[Dataset excerpts]
_ _ _ _ _ _ _
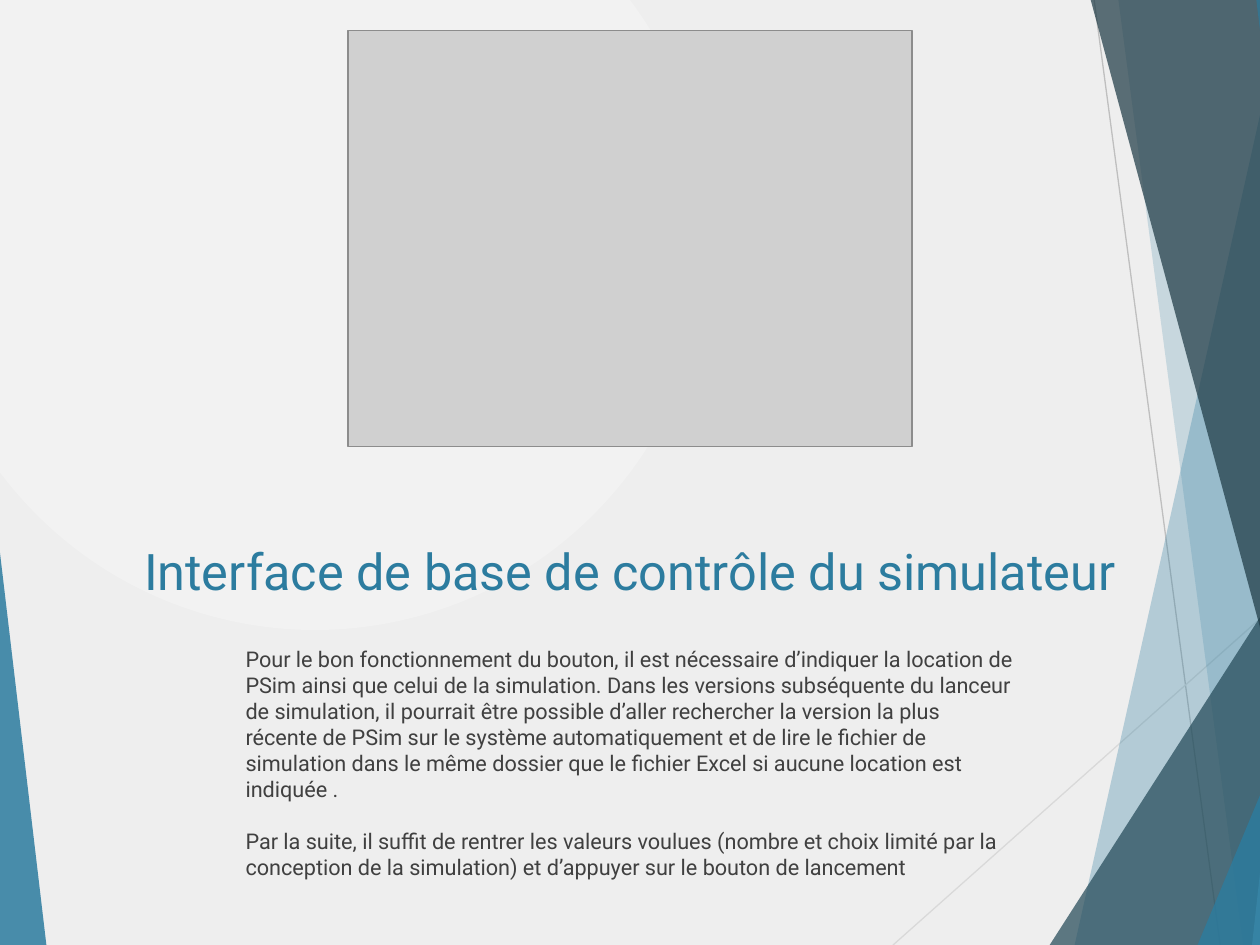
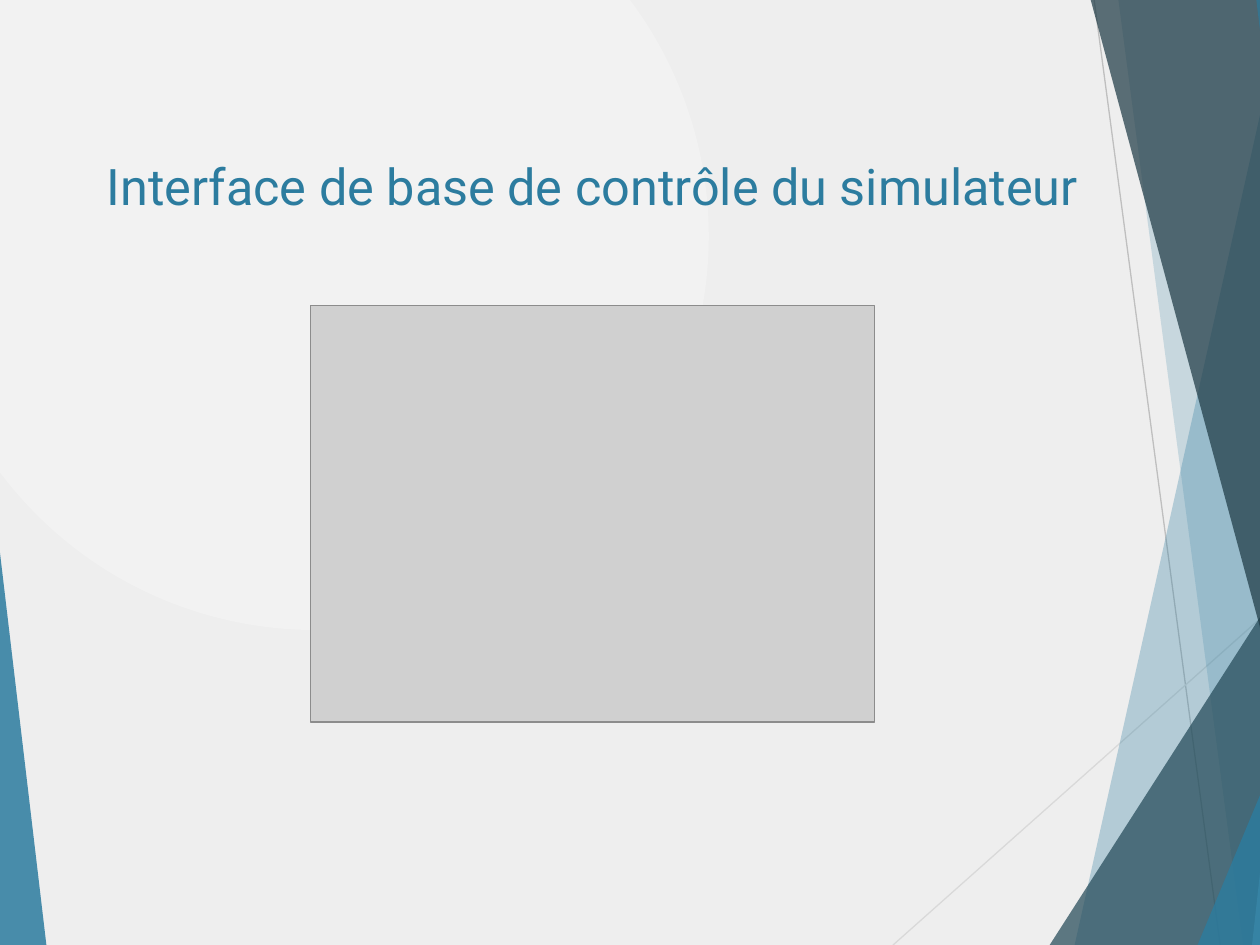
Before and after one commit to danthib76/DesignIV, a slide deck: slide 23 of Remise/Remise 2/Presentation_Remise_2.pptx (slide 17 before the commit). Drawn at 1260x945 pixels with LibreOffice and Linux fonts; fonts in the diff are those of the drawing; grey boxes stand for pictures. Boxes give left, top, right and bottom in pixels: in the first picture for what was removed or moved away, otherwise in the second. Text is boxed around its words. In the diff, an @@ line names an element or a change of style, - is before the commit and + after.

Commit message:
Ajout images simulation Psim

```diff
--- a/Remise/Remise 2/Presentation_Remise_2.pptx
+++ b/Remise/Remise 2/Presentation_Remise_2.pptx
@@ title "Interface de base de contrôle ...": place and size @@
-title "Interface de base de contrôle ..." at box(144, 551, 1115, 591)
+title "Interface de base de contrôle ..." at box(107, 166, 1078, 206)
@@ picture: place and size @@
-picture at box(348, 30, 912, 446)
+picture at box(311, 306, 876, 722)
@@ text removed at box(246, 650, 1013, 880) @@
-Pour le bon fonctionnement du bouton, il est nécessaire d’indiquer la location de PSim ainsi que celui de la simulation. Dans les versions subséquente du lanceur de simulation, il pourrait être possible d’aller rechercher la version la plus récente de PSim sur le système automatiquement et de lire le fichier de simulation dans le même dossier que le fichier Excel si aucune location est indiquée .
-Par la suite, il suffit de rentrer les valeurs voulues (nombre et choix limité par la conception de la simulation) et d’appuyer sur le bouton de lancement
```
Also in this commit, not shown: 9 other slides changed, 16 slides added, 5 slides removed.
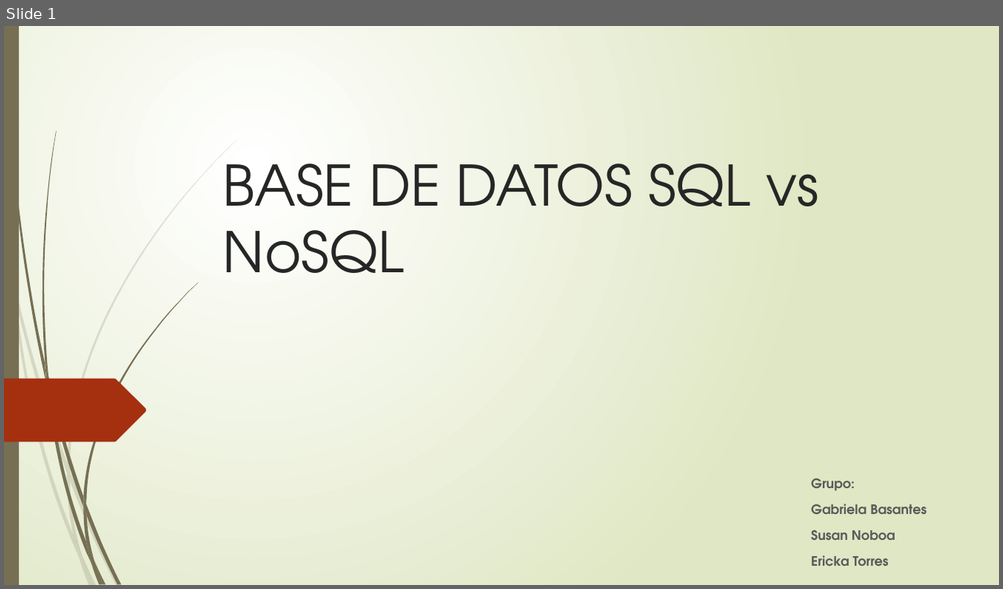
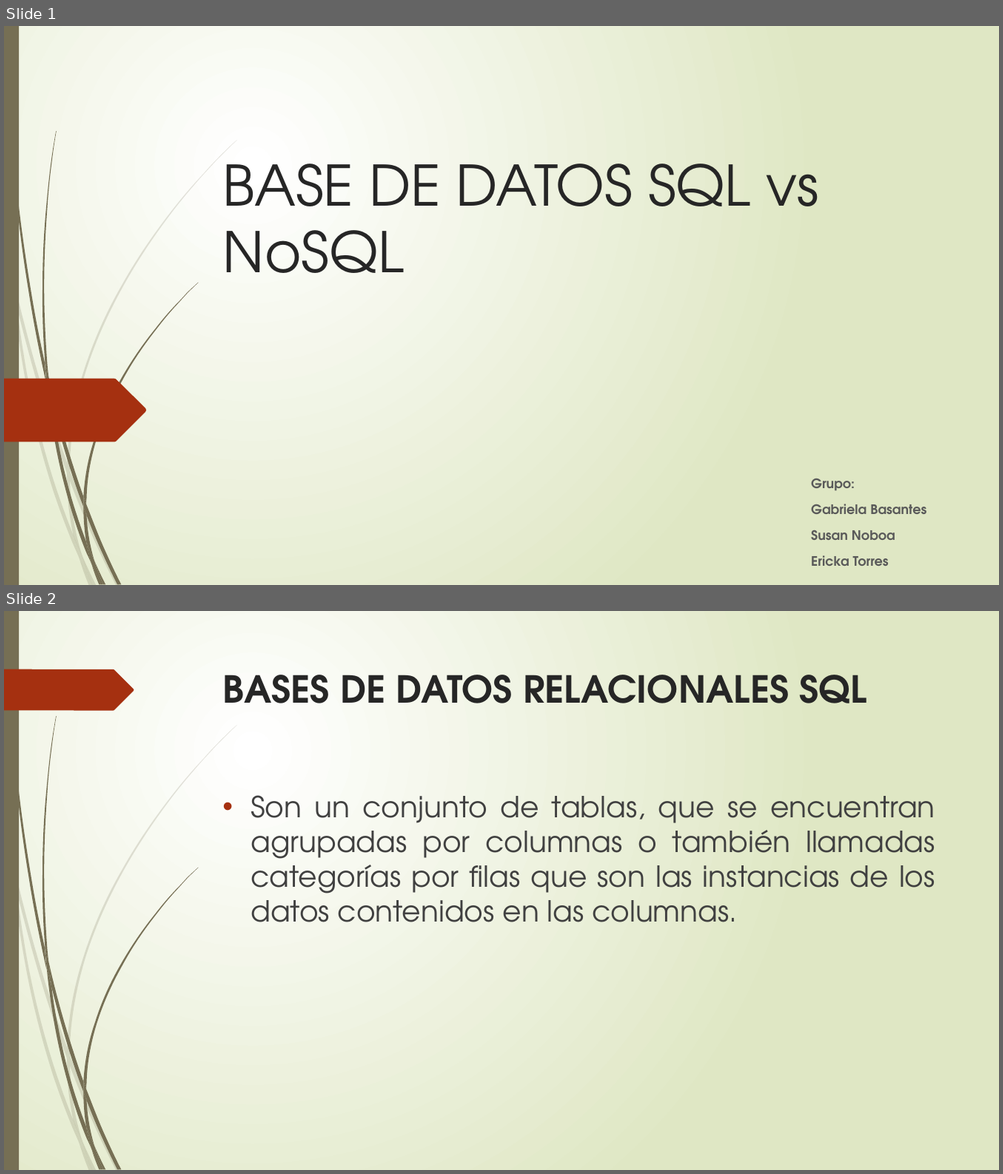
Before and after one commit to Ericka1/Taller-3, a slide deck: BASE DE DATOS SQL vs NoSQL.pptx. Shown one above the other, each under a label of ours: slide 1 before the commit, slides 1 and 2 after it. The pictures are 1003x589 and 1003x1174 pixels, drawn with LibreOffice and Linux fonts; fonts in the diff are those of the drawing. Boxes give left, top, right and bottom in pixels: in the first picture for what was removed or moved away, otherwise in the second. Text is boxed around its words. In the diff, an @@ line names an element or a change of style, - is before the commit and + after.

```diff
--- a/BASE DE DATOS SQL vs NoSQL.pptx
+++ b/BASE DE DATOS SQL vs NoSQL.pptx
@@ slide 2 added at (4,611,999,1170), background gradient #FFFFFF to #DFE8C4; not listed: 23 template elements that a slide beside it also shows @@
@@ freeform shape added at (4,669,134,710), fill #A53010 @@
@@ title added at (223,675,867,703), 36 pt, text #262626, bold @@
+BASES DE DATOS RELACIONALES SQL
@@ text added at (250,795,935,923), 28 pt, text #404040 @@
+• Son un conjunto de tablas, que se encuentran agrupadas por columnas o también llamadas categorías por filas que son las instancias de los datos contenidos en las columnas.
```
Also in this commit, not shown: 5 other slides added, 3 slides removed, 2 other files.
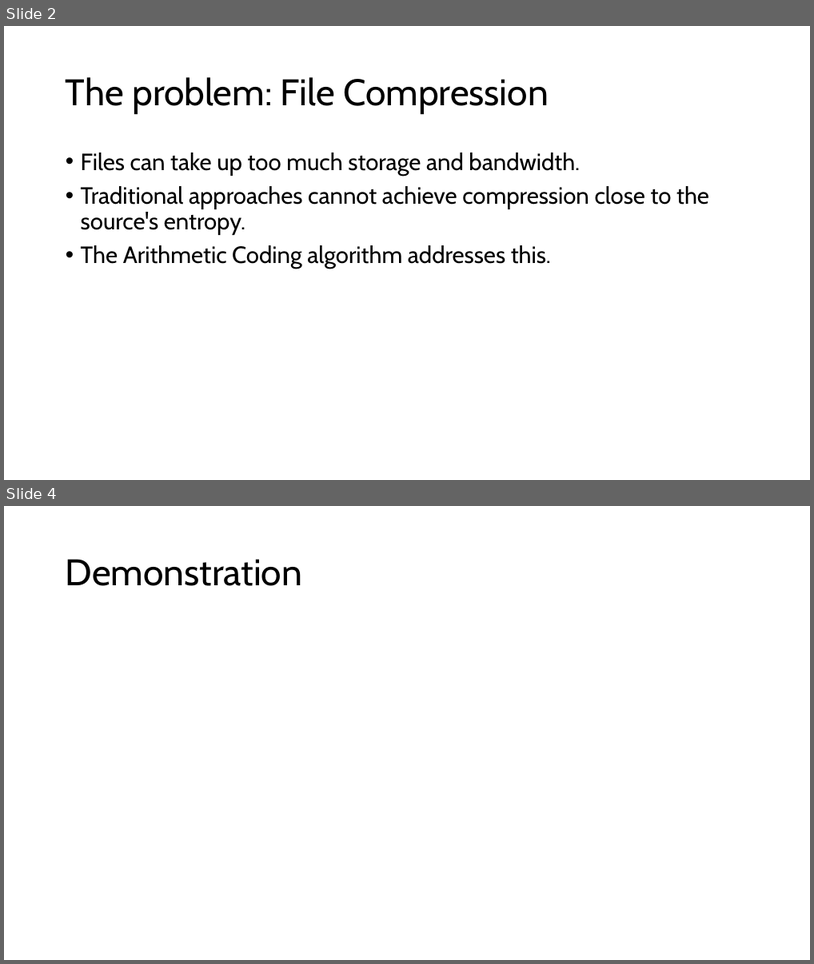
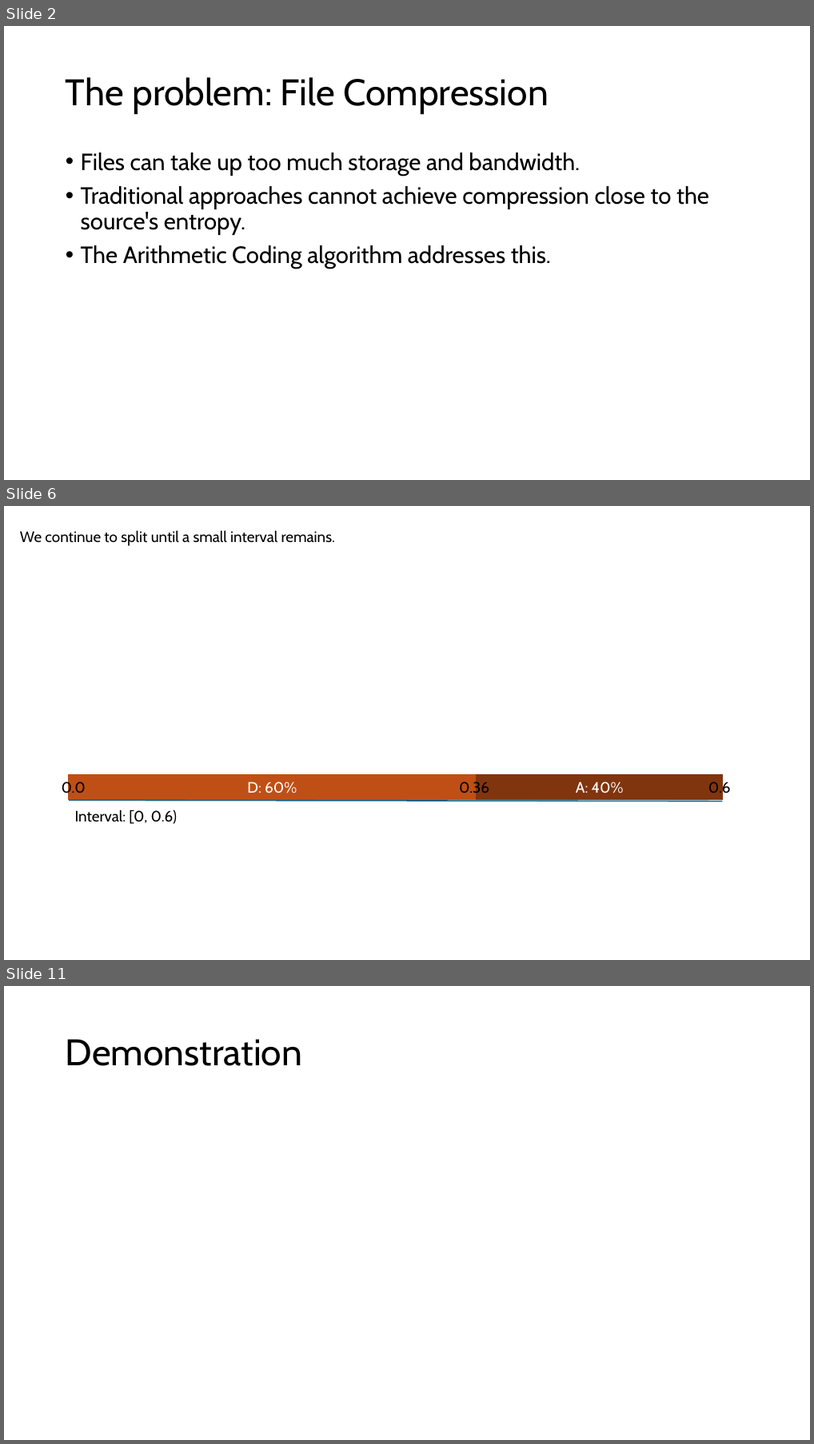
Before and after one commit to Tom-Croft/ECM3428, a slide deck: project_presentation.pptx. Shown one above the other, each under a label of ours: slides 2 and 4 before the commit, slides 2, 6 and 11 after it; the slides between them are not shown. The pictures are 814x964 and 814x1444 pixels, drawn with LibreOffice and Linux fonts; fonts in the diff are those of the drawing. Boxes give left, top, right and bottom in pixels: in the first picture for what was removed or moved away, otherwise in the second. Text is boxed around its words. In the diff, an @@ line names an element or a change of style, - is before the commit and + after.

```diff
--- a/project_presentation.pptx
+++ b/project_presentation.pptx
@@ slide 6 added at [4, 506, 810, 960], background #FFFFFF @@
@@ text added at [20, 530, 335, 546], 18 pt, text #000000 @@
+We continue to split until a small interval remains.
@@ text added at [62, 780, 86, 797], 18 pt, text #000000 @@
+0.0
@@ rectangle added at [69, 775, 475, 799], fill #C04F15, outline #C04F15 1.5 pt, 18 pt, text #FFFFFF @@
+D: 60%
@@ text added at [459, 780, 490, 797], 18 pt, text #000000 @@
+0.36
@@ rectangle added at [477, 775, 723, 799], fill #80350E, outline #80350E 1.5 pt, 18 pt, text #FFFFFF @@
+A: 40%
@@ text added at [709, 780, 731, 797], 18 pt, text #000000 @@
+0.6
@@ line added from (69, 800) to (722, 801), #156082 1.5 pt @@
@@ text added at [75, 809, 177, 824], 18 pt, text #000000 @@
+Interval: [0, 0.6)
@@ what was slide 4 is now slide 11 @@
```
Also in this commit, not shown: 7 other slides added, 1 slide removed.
_ _ _ _ _ _ _
▶ WHAT YOU HAVE TO DO: Would you write out all of the data exactly as it stands, without the pictures?

▶ EXERCISE OUTPUT:
Before and after one commit to danthib76/DesignIV, a slide deck: slide 23 of Remise/Remise 2/Presentation_Remise_2.pptx (slide 17 before the commit). Drawn at 1260x945 pixels with LibreOffice and Linux fonts; fonts in the diff are those of the drawing; grey boxes stand for pictures. Boxes give left, top, right and bottom in pixels: in the first picture for what was removed or moved away, otherwise in the second. Text is boxed around its words. In the diff, an @@ line names an element or a change of style, - is before the commit and + after.

Commit message:
Ajout images simulation Psim

```diff
--- a/Remise/Remise 2/Presentation_Remise_2.pptx
+++ b/Remise/Remise 2/Presentation_Remise_2.pptx
@@ title "Interface de base de contrôle ...": place and size @@
-title "Interface de base de contrôle ..." at box(144, 551, 1115, 591)
+title "Interface de base de contrôle ..." at box(107, 166, 1078, 206)
@@ picture: place and size @@
-picture at box(348, 30, 912, 446)
+picture at box(311, 306, 876, 722)
@@ text removed at box(246, 650, 1013, 880) @@
-Pour le bon fonctionnement du bouton, il est nécessaire d’indiquer la location de PSim ainsi que celui de la simulation. Dans les versions subséquente du lanceur de simulation, il pourrait être possible d’aller rechercher la version la plus récente de PSim sur le système automatiquement et de lire le fichier de simulation dans le même dossier que le fichier Excel si aucune location est indiquée .
-Par la suite, il suffit de rentrer les valeurs voulues (nombre et choix limité par la conception de la simulation) et d’appuyer sur le bouton de lancement
```
Also in this commit, not shown: 9 other slides changed, 16 slides added, 5 slides removed.
Before and after one commit to Ericka1/Taller-3, a slide deck: BASE DE DATOS SQL vs NoSQL.pptx. Shown one above the other, each under a label of ours: slide 1 before the commit, slides 1 and 2 after it. The pictures are 1003x589 and 1003x1174 pixels, drawn with LibreOffice and Linux fonts; fonts in the diff are those of the drawing. Boxes give left, top, right and bottom in pixels: in the first picture for what was removed or moved away, otherwise in the second. Text is boxed around its words. In the diff, an @@ line names an element or a change of style, - is before the commit and + after.

```diff
--- a/BASE DE DATOS SQL vs NoSQL.pptx
+++ b/BASE DE DATOS SQL vs NoSQL.pptx
@@ slide 2 added at (4,611,999,1170), background gradient #FFFFFF to #DFE8C4; not listed: 23 template elements that a slide beside it also shows @@
@@ freeform shape added at (4,669,134,710), fill #A53010 @@
@@ title added at (223,675,867,703), 36 pt, text #262626, bold @@
+BASES DE DATOS RELACIONALES SQL
@@ text added at (250,795,935,923), 28 pt, text #404040 @@
+• Son un conjunto de tablas, que se encuentran agrupadas por columnas o también llamadas categorías por filas que son las instancias de los datos contenidos en las columnas.
```
Also in this commit, not shown: 5 other slides added, 3 slides removed, 2 other files.
Before and after one commit to Tom-Croft/ECM3428, a slide deck: project_presentation.pptx. Shown one above the other, each under a label of ours: slides 2 and 4 before the commit, slides 2, 6 and 11 after it; the slides between them are not shown. The pictures are 814x964 and 814x1444 pixels, drawn with LibreOffice and Linux fonts; fonts in the diff are those of the drawing. Boxes give left, top, right and bottom in pixels: in the first picture for what was removed or moved away, otherwise in the second. Text is boxed around its words. In the diff, an @@ line names an element or a change of style, - is before the commit and + after.

```diff
--- a/project_presentation.pptx
+++ b/project_presentation.pptx
@@ slide 6 added at [4, 506, 810, 960], background #FFFFFF @@
@@ text added at [20, 530, 335, 546], 18 pt, text #000000 @@
+We continue to split until a small interval remains.
@@ text added at [62, 780, 86, 797], 18 pt, text #000000 @@
+0.0
@@ rectangle added at [69, 775, 475, 799], fill #C04F15, outline #C04F15 1.5 pt, 18 pt, text #FFFFFF @@
+D: 60%
@@ text added at [459, 780, 490, 797], 18 pt, text #000000 @@
+0.36
@@ rectangle added at [477, 775, 723, 799], fill #80350E, outline #80350E 1.5 pt, 18 pt, text #FFFFFF @@
+A: 40%
@@ text added at [709, 780, 731, 797], 18 pt, text #000000 @@
+0.6
@@ line added from (69, 800) to (722, 801), #156082 1.5 pt @@
@@ text added at [75, 809, 177, 824], 18 pt, text #000000 @@
+Interval: [0, 0.6)
@@ what was slide 4 is now slide 11 @@
```
Also in this commit, not shown: 7 other slides added, 1 slide removed.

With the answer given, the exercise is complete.